A compact and cost effective GRU flow sensor to estimate propellant flow rate and mixture ratio for payload capacity enhancement in Liquid Propellant Rocket Engines

This research focusses on developing a single GRU flow sensor to estimate the volumetric flow rate of propellants, Liquid Hydrogen (fuel) and Liquid Oxygen (oxidiser) and to compute Mixture ratio in Liquid Propellant Rocket Engine (LPRE). This single GRU flow sensor replaces a pair of massive Turbine flow meters in LPRE. This enhances the payload capacity (satellite weight) of the launch vehicle. The raw engine data is collected from the ground hot test of LPRE conducted for a duration of 100 s. The significance of this research is to estimate the flow rate of propellants from the functionally dependent pressure parameters such as Combustion chamber pressure ($P_C$), Fuel injection pressure ($P_1$) and Oxidiser injection pressure ($P_2$).
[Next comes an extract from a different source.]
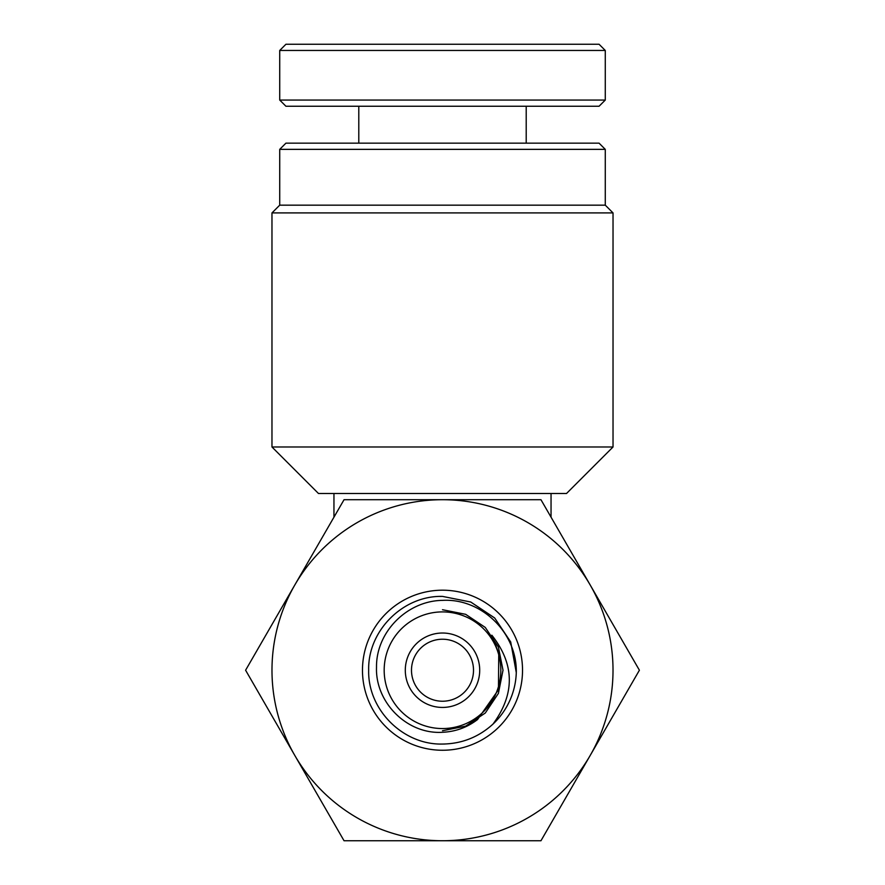 <?xml version="1.0" encoding="UTF-8"?>
<svg xmlns="http://www.w3.org/2000/svg" width="885" height="885" viewBox="0 0 885 885"><rect width="100%" height="100%" fill="white"/><g stroke="black" fill="none" stroke-linecap="round" stroke-linejoin="round"><path stroke-width="1.33" d="M279.726 149.355L285.932 143.149L599.068 143.149L605.274 149.355L279.726 149.355L279.726 205.165L605.274 205.165L613.028 212.909L271.972 212.909L271.972 446.991L613.028 446.991L566.522 493.498L318.478 493.498L271.972 446.991M333.955 517.172L333.955 493.498M551.045 517.172L551.045 493.498M494.604 617.918L470.743 602.01L442.5 596.401A73.831 73.831 0 0 0 439.956 596.446M442.5 707.436A37.203 37.203 0 0 1 405.297 670.222A37.203 37.203 0 0 1 442.5 633.018A37.203 37.203 0 0 1 479.703 670.222A37.203 37.203 0 0 1 442.5 707.436M442.5 639.224A31.008 31.008 0 0 0 411.492 670.222A31.008 31.008 0 0 0 442.5 701.23A31.008 31.008 0 0 0 473.508 670.222A31.008 31.008 0 0 0 442.5 639.224M442.5 728.554A58.321 58.321 0 0 0 500.822 670.222A58.321 58.321 0 0 0 442.5 611.9A58.321 58.321 0 0 0 384.178 670.222A58.321 58.321 0 0 0 442.5 728.554M477.513 719.571C467.158 727.459 455.487 731.696 442.5 732.282C407.034 734.594 375.118 702.292 376.512 667.157C376.048 631.824 407.399 600.738 442.5 600.373C481.739 598.072 517.305 633.195 516.287 672.622A73.831 73.831 0 0 1 492.989 724.096C515.125 693.928 514.749 664.303 491.85 635.209L498.753 653.34L498.454 689.791L477.513 719.571M492.989 724.096C478.63 737.15 461.793 743.798 442.5 744.053C403.073 745.093 367.64 709.648 368.669 670.222C367.64 630.795 403.073 595.362 442.5 596.401L470.754 602.021L494.704 618.018L510.711 641.968L516.287 672.622L510.711 641.968L494.704 618.018L470.754 602.021L442.5 596.401L470.754 602.021L494.704 618.018L510.711 641.968L516.287 672.622L510.711 641.968L494.704 618.018L470.754 602.021L442.5 596.401L470.754 602.021L494.704 618.018L510.711 641.968L516.287 672.622M442.5 744.053C403.073 745.093 367.64 709.648 368.669 670.222C367.64 630.795 403.073 595.362 442.5 596.401C403.073 595.362 367.64 630.795 368.669 670.222C367.64 709.648 403.073 745.093 442.5 744.053A73.831 73.831 0 0 0 445.044 744.008A73.831 73.831 0 0 1 442.5 744.053M294.827 755.491L344.044 840.75L540.956 840.75L639.401 670.222L540.956 499.704L344.044 499.704L245.599 670.222L294.827 755.491A170.528 170.528 0 0 1 442.5 499.704A170.528 170.528 0 0 1 590.173 755.491A170.528 170.528 0 0 1 294.827 755.491M605.274 100.06L599.068 106.255L285.932 106.255L279.726 100.06L605.274 100.06L605.274 50.456L279.726 50.456L285.932 44.25L599.068 44.25L605.274 50.456M442.5 750.259A80.026 80.026 0 0 1 362.474 670.222A80.026 80.026 0 0 1 442.5 590.195A80.026 80.026 0 0 1 522.526 670.222A80.026 80.026 0 0 1 442.5 750.259M442.5 609.721L465.654 614.323L485.29 627.443L498.399 647.068L503.012 670.222L498.399 693.386L485.29 713.011L465.654 726.131L442.5 730.733L465.654 726.131L485.29 713.011L498.399 693.386L503.012 670.222L498.399 647.068L485.29 627.443L465.654 614.323L442.5 609.721L465.654 614.323L485.29 627.443L498.399 647.068L503.012 670.222L498.399 693.386L485.29 713.011L465.654 726.131L442.5 730.733L465.654 726.131L485.29 713.011L498.399 693.386L503.012 670.222L498.399 647.068L485.29 627.443L465.654 614.323L442.5 609.721L465.654 614.323L485.29 627.443L498.399 647.068L503.012 670.222L498.399 693.386L485.29 713.011L465.654 726.131L442.5 730.733M605.274 205.165L605.274 149.355M613.028 212.909L613.028 446.991M279.726 205.165L271.972 212.909M499.029 654.292L498.443 652.333M498.974 654.092L498.498 652.499M499.262 655.143L498.288 651.869M498.963 654.037L498.554 652.676M500.7 662.035L498.753 653.34M358.79 143.149L358.79 106.255M279.726 100.06L279.726 50.456M526.21 143.149L526.21 106.255"/></g></svg>

The GRU network learns the temporal flow rate dependencies and estimates the fuel and oxidiser flow rate in the three engine operating phases. Mixture Ratio is computed from the GRU estimated flow rate and compared with the actual. Analysis on transient errors in the engine operating phases, estimation performance evaluation with metrices, Root mean square error (RMSE), Mean absolute error (MAE) and R-squared (R²), and performance agreement using Bland Altman approach conducted to assess the estimation effectiveness of GRU flow sensor. An RMSE of 0.3640 and 0.3725 for fuel and oxidiser flow rate respectively and an error less than ±2 % in computed mixture ratio proves that GRU flow sensor estimation is accurate. Additional analysis on weight and cost from literatures show that the hardware model weighs approximately 1.5 kg with a cost benefit of around $71,000. This facilitates a three - fold enhancement in payload capacity of launch vehicle.